The “Girlboss” movement, popularized by Nasty Gal founder Sophia Amoruso’s 2014 book, promised feminist empowerment through entrepreneurship—before collapsing under the weight of its founders’ toxic workplace practices and superficial feminism.
The Origin
Amoruso built Nasty Gal from a 2006 eBay vintage clothing store to a $100M revenue fashion brand. Her 2014 memoir “#GIRLBOSS” sold 1M+ copies, spawning a lifestyle brand: Girlboss Media, conferences (Girlboss Rally), and Netflix series (2017, canceled after one season).
The aesthetic combined feminist empowerment language with entrepreneurial hustle culture: millennial pink Instagram grids, “Nevertheless, she persisted” quotes, and aspirational workspace photos. It told women they could “have it all” through individual ambition rather than collective action.
The Peak
By 2016, #Girlboss had 10M+ Instagram posts. Founders like Audrey Gelman (The Wing), Emily Weiss (Glossier), and Jen Rubio (Away) became girlboss icons: young, photogenic, VC-backed, and media-savvy.

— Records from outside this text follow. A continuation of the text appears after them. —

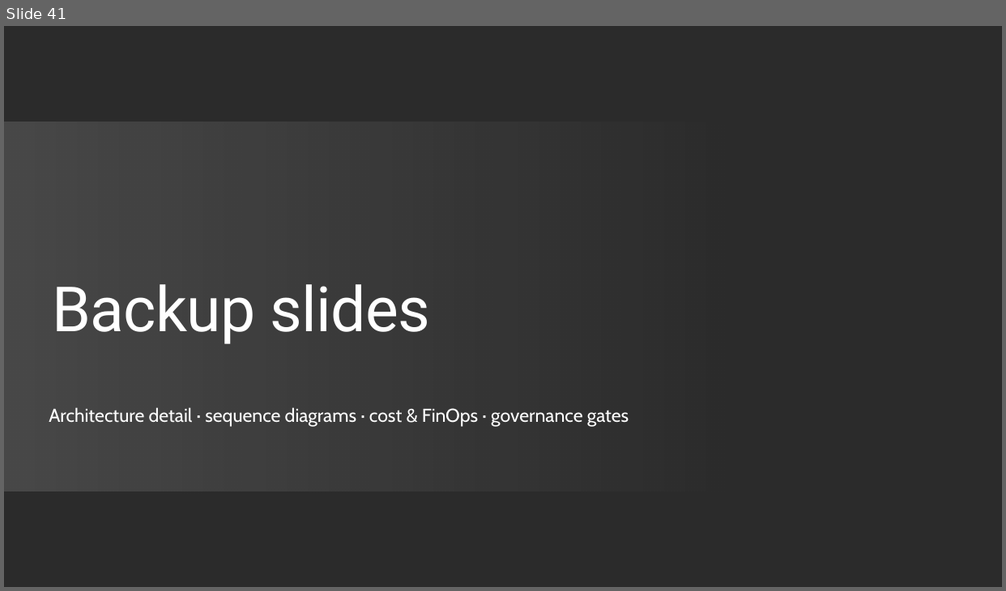
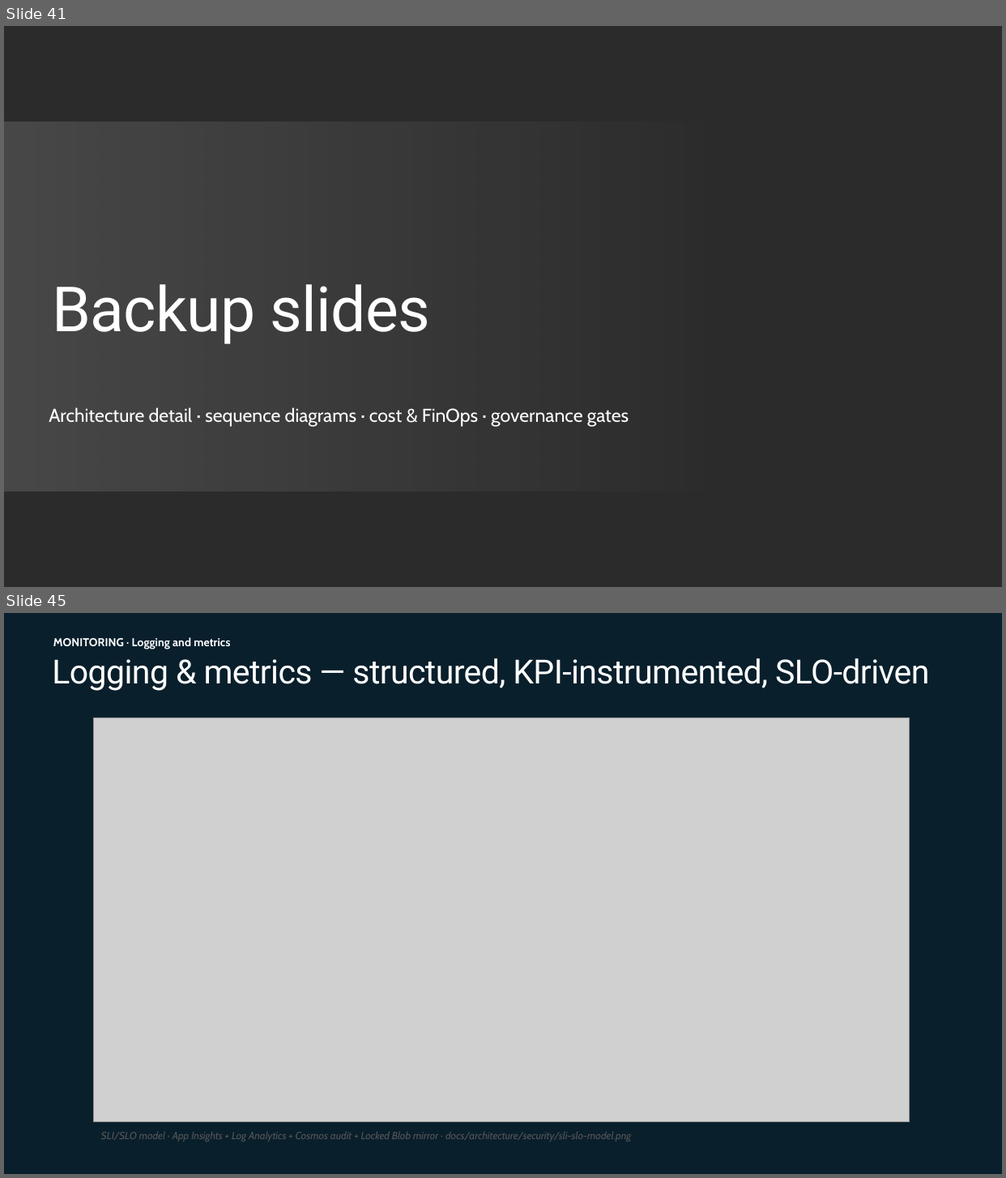
Before and after one commit to johnbilliris/ama, a slide deck: docs/ama-presentation/AMA_Capstone_Disaster_Response_Hub.pptx. Shown one above the other, each under a label of ours: slide 41 before the commit, slides 41 and 45 after it; the slides between them are not shown. The pictures are 1006x591 and 1006x1178 pixels, drawn with LibreOffice and Linux fonts; fonts in the diff are those of the drawing; grey boxes stand for pictures; background and template pictures are left out; a plain dark background stands for a picture behind light text. Boxes give left, top, right and bottom in pixels: in the first picture for what was removed or moved away, otherwise in the second. Text is boxed around its words. In the diff, an @@ line names an element or a change of style, - is before the commit and + after.

```diff
--- a/docs/ama-presentation/AMA_Capstone_Disaster_Response_Hub.pptx
+++ b/docs/ama-presentation/AMA_Capstone_Disaster_Response_Hub.pptx
@@ slide 45 added at [4, 613, 1002, 1174], background #091F2C @@
@@ title added at [52, 658, 929, 691], 32 pt, text #FFFFFF @@
+Logging & metrics — structured, KPI-instrumented, SLO-driven
@@ text added at [53, 637, 230, 649], 11 pt, text #FFFFFF, bold @@
+MONITORING · Logging and metrics
@@ picture added at [94, 717, 910, 1122] @@
@@ text added at [101, 1131, 631, 1142], 10 pt, text #555555, italic @@
+SLI/SLO model · App Insights + Log Analytics + Cosmos audit + Locked Blob mirror · docs/architecture/security/sli-slo-model.png
```
Also in this commit, not shown: 13 other slides added, 6 other files.

The movement aligned with lean-in feminism (Sheryl Sandberg’s 2013 book), focusing on individual advancement within capitalist structures rather than systemic change.
The Collapse
The facade cracked spectacularly. Nasty Gal filed for bankruptcy in 2016 ($65M debt). The Wing, Glossier, and Away were exposed for toxic workplaces, union-busting, and mistreating primarily women of color employees.
Critics argued girlboss feminism was “white feminism” benefiting privileged founders while exploiting marginalized workers. The term became ironic and pejorative by 2020. Netflix’s “Inventing Anna” (2022) about scammer Anna Delvey and “The Dropout” (2022) about Elizabeth Holmes cemented girlboss as cautionary archetype.
The movement’s death was symbolized when Girlboss Media sold to Attention Capital in 2020 (undisclosed price, widely seen as a fire sale).